The DNA of the patient as well as of the virus consists of lowercase letters. Since the collected data is raw, there may be some errors. You will need to find all substrings in the patient DNA that either exactly match the virus DNA or have at most one mismatch, i.e., a difference in at most one location.
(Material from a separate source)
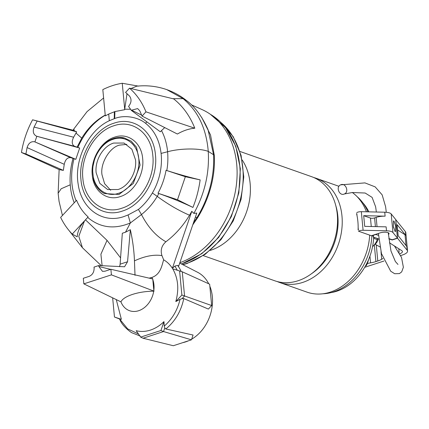 <?xml version="1.0" encoding="UTF-8"?>
<svg xmlns="http://www.w3.org/2000/svg" width="429" height="429" viewBox="0 0 429 429"><rect width="100%" height="100%" fill="white"/><g stroke="black" fill="none" stroke-linecap="round" stroke-linejoin="round"><path stroke-width="0.64" d="M388.894 238.862L392.192 239.972L397.527 238.234L407.185 250.246A13.015 4.193 -5.4 0 1 407.55 251.088A13.015 4.193 -5.4 0 1 402.332 255.035L400.734 255.555M383.934 261.041L364.682 267.321M378.989 239.082L373.123 236.921L373.52 236.009L372.351 235.596L375.815 234.465L378.593 235.398M399.866 253.759A7.888 2.542 174.6 0 0 402.445 251.571A7.888 2.542 174.6 0 0 401.764 250.659L390.336 243.345A7.888 2.542 -5.4 0 0 389.548 242.97L389.43 242.927M367.272 263.615A9.862 3.18 -5.4 0 1 370.565 262.859A14.79 4.767 174.6 0 0 375.901 261.593L377.793 260.977A14.79 4.767 174.6 0 0 381.719 259.218A9.862 3.18 -5.4 0 1 382.958 258.569M407.55 251.088L405.791 232.502A13.015 4.193 174.6 0 0 405.426 231.66L405.78 235.376A13.015 4.193 174.6 0 0 405.014 234.722L406.038 245.538M405.78 235.376L397.136 224.624L398.192 235.773L406.831 246.53L407.185 250.246M397.527 238.234L395.774 219.648L405.426 231.66M373.021 235.832L373.123 236.921M397.645 230.003L405.014 234.722M330.995 292.621A51.764 40.192 -70.6 0 0 336.744 291.227A51.764 40.192 -70.6 0 0 373.697 237.13M322.892 293.774A53.738 41.72 -70.6 0 0 333.515 291.886A53.738 41.72 -70.6 0 0 371.884 235.564M367.916 211.829A53.738 41.72 -70.6 0 0 357.089 196.638M368.86 211.851A51.764 40.192 -70.6 0 0 362.682 202.617M372.544 246.637A13.755 10.677 -70.6 0 0 377.247 239.591L373.89 238.411A13.755 10.677 -70.6 0 0 374.233 237.328M377.338 238.47L377.247 239.591M377.268 239.361A9.862 7.658 -70.6 0 0 377.509 238.535M374.061 245.12A8.961 6.961 -70.6 0 0 378.308 238.83M203.271 255.614L274.812 280.797A55.218 42.868 -70.6 0 0 298.069 280.754A55.218 42.868 -70.6 0 0 337.001 228.63A55.218 42.868 -70.6 0 0 311.486 176.635L239.945 151.448M242.138 159.91A55.464 43.061 109.4 0 1 210.752 250.241A55.464 43.061 109.4 0 1 210.285 250.391M277.188 281.537A55.218 42.868 -70.6 0 0 279.504 282.448A55.218 42.868 -70.6 0 0 302.756 282.405A55.218 42.868 -70.6 0 0 341.693 230.282A55.218 42.868 -70.6 0 0 316.173 178.287A55.218 42.868 -70.6 0 0 313.797 177.547M279.504 282.448L307.051 292.149A55.218 42.868 -70.6 0 0 330.309 292.106A55.218 42.868 -70.6 0 0 369.685 235.14M311.69 273.589A52.258 40.573 -70.6 0 0 335.714 205.357M358.108 229.89A55.218 42.868 -70.6 0 0 356.569 213.61M366.42 211.797A55.218 42.868 -70.6 0 0 352.359 192.53M393.468 226.909A4.928 2.671 -108.1 0 1 393.72 228.072M365.277 266.034L366.414 265.567L367.074 264.103A18.651 11.755 108.4 0 0 368.431 260.124L368.559 259.604M366.414 265.567L365.798 265.347M122.34 211.063C142.31 205.169 158.183 178.276 155.448 154.96C153.738 131.306 133.891 116.077 114.034 123.177C94.064 129.075 78.196 155.952 80.925 179.279C82.631 202.928 102.488 218.163 122.34 211.063M121.739 208.247C140.487 202.719 155.389 177.472 152.821 155.588C151.217 133.387 132.582 119.08 113.942 125.745C95.2 131.279 80.298 156.526 82.861 178.41C84.465 200.611 103.105 214.913 121.739 208.247M120.27 196.589C133.784 192.61 144.519 174.394 142.669 158.639C141.516 142.643 128.089 132.336 114.65 137.135C101.142 141.13 90.406 159.32 92.256 175.086C93.404 191.071 106.837 201.399 120.27 196.589M188.583 340.755A37.532 29.14 109.4 0 1 185.698 341.865A37.532 29.14 109.4 0 1 182.786 342.648M83.837 283.859L120.919 301.85A21.514 16.704 -70.6 0 0 138.669 310.714A21.514 16.704 -70.6 0 0 153.732 291.146L154.027 291.146L153.829 290.46A21.514 16.704 -70.6 0 0 152.804 279.606L152.88 279.006L110.886 269.283L111.417 274.86L83.837 283.859L83.312 278.282L89.227 276.351C92.514 274.855 94.144 272.088 94.123 268.05L94.031 267.095L98.756 265.551L124.56 266.774L127.552 261.749L130.352 229.708L125.488 232.212L122.319 233.247L120.125 264.167L119.605 266.72M165.819 328.979L164.79 327.917L164.269 326.083L163.964 321.616C159.963 325.573 155.459 328.399 150.445 330.089C145.42 331.671 140.669 331.869 136.181 330.684L140.653 337.119L143.066 338.234L173.332 345.731L191.436 339.822L193.071 335.033L165.819 328.979C175.129 321.396 181.113 311.256 183.768 298.568L208.387 309.078L211.669 305.55L184.556 295.962L182.073 298.638L183.768 298.568M164.269 326.083C172.174 319.192 177.434 310.274 180.062 299.329L182.073 298.638M211.669 305.55L209.647 284.196L182.271 271.804L172.705 268.795C178.158 278.276 179.188 289.2 175.799 301.566L180.062 299.329M177.306 270.216L174.85 266.082L177.644 265.406L178.743 265.996L196.772 213.079L193.865 213.417L191.784 211.325L172.383 268.291L174.85 266.082M152.547 278.925A21.514 16.704 -70.6 0 0 151.866 277.429C160.709 274.48 161.889 265.245 163.647 259.802C167.122 261.824 170.034 264.65 172.383 268.291M114.908 111.567L108.698 114.066L109.315 120.721L114.72 118.522L114.908 111.567L124.748 109.695L124.71 109.197L130.62 109.261M109.315 120.721C88.476 130.303 73.949 159.963 78.191 184.277C81.451 208.982 102.826 224.04 123.981 216.532L128.073 214.956L130.368 222.951L141.468 214.543C147.935 227.129 156.076 236.202 165.9 241.774C175.155 234.792 183.033 225.944 189.532 215.235L191.784 211.325M126.845 144.38L119.503 145.125C109.62 147.319 100.059 163.519 102 174.785L104.596 183.676L110.693 190.267M135.537 159.867L131.875 149.222L124.024 143.039L113.642 143.061C103.083 146.176 94.691 160.392 96.139 172.721L99.796 183.36L107.652 189.543L118.034 189.521C128.587 186.411 136.98 172.19 135.537 159.867M179.864 262.704A82.293 63.894 -70.6 0 0 236.073 187.183A82.293 63.894 -70.6 0 0 202.097 109.599L191.307 104.756M201.753 117.541L210.516 134.926L214.307 155.357C215.476 176.855 209.164 198.809 197.651 217.68L192.75 224.882M85.478 219.83L84.443 220.983C79.928 226.233 77.52 231.51 77.225 236.819L72.233 234.084L88.154 216.94L85.478 219.83L107.041 240.369L100.906 254.209L102.118 265.739M179.73 263.095L197.662 272.313A37.532 29.14 109.4 0 1 208.719 283.778M209.84 286.229A37.532 29.14 109.4 0 1 191.656 339.178M59.132 169.6L58.13 193.232L61.181 188.76L70.249 184.802C69.648 176.078 70.57 167.278 73.021 158.414L70.726 157.663C67.498 157.309 65.337 159.529 64.248 164.323L63.353 170.393L59.138 169.6L21.45 152.467C23.354 140.98 27.065 130.089 32.577 119.804L73.102 130.234L76.684 131.859L73.622 137.216C71.509 141.656 71.836 144.696 74.608 146.327L77.064 147.152L81.741 138.159C87.999 127.912 95.828 120.222 105.228 115.079M119.589 319.004L114.463 317.02L121.375 319.321L119.616 319.015L127.665 328.882L138.444 333.939M164.79 327.917L163.551 331.553L191.436 339.822M164.741 127.579L161.513 130.598C164.806 136.808 166.833 143.86 167.605 151.753C168.136 158.596 167.868 164.854 166.795 170.528C177.703 174.04 188.819 177.156 200.145 179.88C198.75 189.806 196.343 198.992 192.921 207.438C182.148 202.343 170.785 197.71 158.843 193.527L157.228 196.375C152.944 203.566 147.689 209.62 141.468 214.543L138.411 209.443L128.073 214.956M141.699 115.187L131.596 110.173L131.365 110.419L128.544 106.36L128.775 106.113C131.526 102.483 131.746 99.099 129.44 95.957L125.595 92.396L129.52 88.17L173.675 98.895C182.877 106.215 189.924 115.991 194.804 128.212C189.023 128.711 183.215 130.652 177.386 134.036L142.047 116.066L139.768 110.821L137.666 108.607M214.307 155.357L213.572 154.74L208.049 129.697C202.182 116.554 194.975 106.816 186.427 100.488L166.79 89.629C157.046 86.245 147.018 85.098 136.712 86.186L130.99 88.53M127.011 93.624L124.71 109.197M138.535 86.132L122.249 83.269C115.669 84.315 109.197 86.427 102.815 89.607L105.303 115.889L108.698 114.066M73.021 158.414L75.815 159.336L79.671 148.026L77.064 147.152M32.577 119.804L76.684 131.859M63.353 170.393L25.917 153.957L21.45 152.467M64.248 164.323L27.097 147.581L25.917 153.957M75.815 159.336L34.658 141.801C31.049 141.184 28.523 143.109 27.097 147.581M88.154 216.94C83.21 212.543 79.349 206.982 76.56 200.263L60.639 217.406C63.739 223.788 67.6 229.343 72.233 234.084M121.375 319.321L116.297 299.721M163.964 321.616L160.939 330.502L163.551 331.553L143.066 338.234M163.647 259.802L161.958 255.614C160.269 250.273 161.583 245.661 165.9 241.774M175.799 301.566L181.88 295.023L184.556 295.962L182.271 271.804L172.705 268.795M189.532 215.235C178.716 210.569 167.948 204.284 157.228 196.375L152.37 192.996C155.85 187.119 158.376 180.668 159.942 173.638C161.181 167.996 161.964 160.135 161.079 153.416C159.513 140.363 154.343 130.319 145.57 123.295C138.406 117.315 124.823 114.489 114.72 118.522M166.795 170.528L166.05 170.292C164.591 178.367 161.899 186.014 157.985 193.232L158.843 193.527M157.985 193.232L177.504 199.732L192.921 207.438M177.504 199.732L185.344 176.716L200.145 179.88M185.344 176.716L166.05 170.292M131.365 110.419L160.301 131.783L161.513 130.598M131.596 110.173L137.634 108.591M194.804 128.212L145.973 111.84L142.047 116.066M129.52 88.17C136.594 94.353 142.074 102.241 145.973 111.84M124.748 109.695L122.249 83.269M74.608 146.327L36.567 136.202L79.671 148.026M36.567 136.202C33.323 134.524 32.491 131.483 34.084 127.07L73.622 137.216M37.044 121.289L34.084 127.07M36.83 136.288L34.921 141.886M161.958 255.614C153.898 254.354 144.729 256.108 134.454 260.87C134.073 250.772 132.706 240.385 130.352 229.708M114.463 317.02L112.661 297.946M160.939 330.502L140.653 337.119M179.617 271.101L181.88 295.023M134.454 260.87L135.017 275.338M149.174 278.148L151.866 277.429M153.829 290.46L152.804 279.606M120.919 301.85C122.378 298.965 126.239 296.487 132.502 294.417C138.835 292.374 145.914 291.286 153.732 291.146M98.756 265.551L98.847 266.511L102.461 271.337L104.971 271.214L110.886 269.283M154.027 291.146L111.417 274.86M152.37 192.996C148.525 199.501 143.871 204.982 138.411 209.443M344.353 193.967C349.512 192.01 345.56 182.33 340.631 184.851C335.473 186.808 339.425 196.487 344.353 193.967L352.381 192.524L365.159 193.023L372.093 197.367L375.638 206.826L376.351 212.023M386.293 212.301L385.607 206.708L382.159 194.857L375.155 186.872L364.934 182.893L340.631 184.851M395.002 231.365L393.35 226.271L393.538 220.871L394.036 221.144L395.688 226.239L395.5 231.639L395.002 231.365M388.856 238.572L392.235 239.763L397.436 238.063L392.948 232.523A9.862 3.18 174.6 0 0 386.502 230.802L363.095 230.266A3.941 1.271 174.6 0 0 358.505 231.199L371.375 235.73L380.04 232.904A5.668 1.829 -5.4 0 1 385.869 232.228A5.668 1.829 -5.4 0 1 389.06 233.558A5.668 1.829 -5.4 0 1 388.411 234.518M358.392 229.992L358.151 227.488M357.051 215.835L356.853 213.706M397.436 238.063L395.677 219.482L391.194 213.937A9.862 3.18 174.6 0 0 384.743 212.216L361.336 211.679A3.941 1.271 174.6 0 0 356.746 212.618M386.502 230.802L386.127 226.85L364.709 226.362L363.701 215.674L385.113 216.168A9.862 3.18 174.6 0 0 376.169 217.39L377.043 226.646M363.701 215.674L370.468 218.061A2.96 0.955 174.6 0 0 374.592 217.905L376.169 217.39M399.136 252.418L398.788 248.761M381.011 251.732L381.719 259.218M377.793 260.977L376.265 244.836M375.901 261.593L374.324 244.938M370.565 262.859L369.927 256.108M181.311 263.91A81.338 63.154 -70.6 0 0 181.993 263.69A81.338 63.154 -70.6 0 0 238.374 192.996A81.338 63.154 -70.6 0 0 210.532 114.404M104.381 193.559L119.021 194.455L133.258 183.494L140.095 165.085L136.551 147.286L131.194 141.168L124.163 137.897L113.733 138.513L113.283 139.248C100.992 142.873 91.221 159.427 92.905 173.772C93.956 188.326 106.177 197.705 118.393 193.334C130.684 189.709 140.449 173.155 138.771 158.81C137.72 144.257 125.499 134.878 113.283 139.248M104.542 193.645C99.158 190.862 95.485 186.159 93.527 179.531L92.439 168.667L95.05 157.261L100.847 147.485C104.526 143.114 108.762 140.127 113.562 138.519L113.733 138.513M197.651 217.68L197.029 217.498L193.393 222.989M172.855 98.691L183.092 98.659C197.957 110.907 206.344 128.48 208.253 151.383L213.572 154.74C214.527 176.635 209.014 197.554 197.029 217.498L195.367 217.203M82.465 247.758L78.797 236.341L84.443 220.983M181.14 271.423A42.09 32.679 -70.6 0 0 177.644 265.406M161.079 153.416L167.605 151.753C180.282 148.23 199.346 148.059 208.253 151.383C209.54 173.021 204.746 193.694 193.865 213.417M103.609 97.973L87.066 111.61L73.868 128.925L74.33 130.947M75.981 133.017L81.741 138.159M74.217 202.794C72.04 197.222 70.715 191.227 70.249 184.802M120.576 257.856L107.041 240.369M105.244 115.224C93.308 122.367 84.181 133.103 77.869 147.42M70.726 157.663L34.658 141.801M74.008 158.746C70.276 173.917 70.973 187.923 76.105 200.761M87.698 217.439C100.102 227.82 114.323 229.654 130.368 222.951L125.488 232.212M145.57 123.295L146.863 121.831M120.125 264.167L127.552 261.749M114.355 111.749L114.243 118.683M98.847 266.511L110.596 269.38M182.615 264.575A79.37 61.626 -70.6 0 0 186.449 263.465A79.37 61.626 -70.6 0 0 240.283 199.85A79.37 61.626 -70.6 0 0 221.375 122.871M363.095 230.266L361.336 211.679M385.113 216.168L384.743 212.216M392.948 232.523L391.194 213.937M371.267 226.512L370.468 218.061M374.592 217.905L375.413 226.609M338.942 186.299L316.173 178.287M181.494 264.001L201.802 253.684L218.618 237.468L231.344 216.581L238.819 192.948L240.347 168.763L235.773 146.257L225.477 127.51L210.382 114.302M113.562 138.519C117.165 137.35 120.699 137.146 124.163 137.897M101.298 265.696L82.448 247.742L69.192 230.727M166.79 89.629C173.938 92.16 180.48 95.78 186.427 100.488M73.868 128.925L73.08 130.255M58.13 193.238L59.063 201.389L62.441 215.465M119.578 318.972C121.273 323.595 125.257 328.142 131.526 332.625L140.229 336.03M182.861 264.704L187.103 263.492L205.116 254.359L220.919 239.747L233.242 220.887L241.082 199.346L243.779 176.914L241.109 155.443L233.242 136.706L220.785 122.286M378.394 233.44L381.451 253.555L390.701 271.214L394.675 273.729L399.431 273.589L401.7 271.868L403.378 267.262L401.517 257.432L394.46 245.989M388.229 232.727L390.969 250.997L395.377 261.529L397.989 264.452M375.128 244.283L380.083 246.97"/></g></svg>

For example, "aa" and "aa" are matching, "ab" and "aa" are matching, while "abb" and "bab" are not.

Function Description

Complete the virusIndices function in the editor below. It should print a list of space-separated integers that represent the starting indices of matching substrings in increasing order, or No match!.

virusIndices has the following parameter(s):

p: a string that represents patient DNA
v: a string that represents virus DNA

Input Format

The first line contains an integer , the number of test cases.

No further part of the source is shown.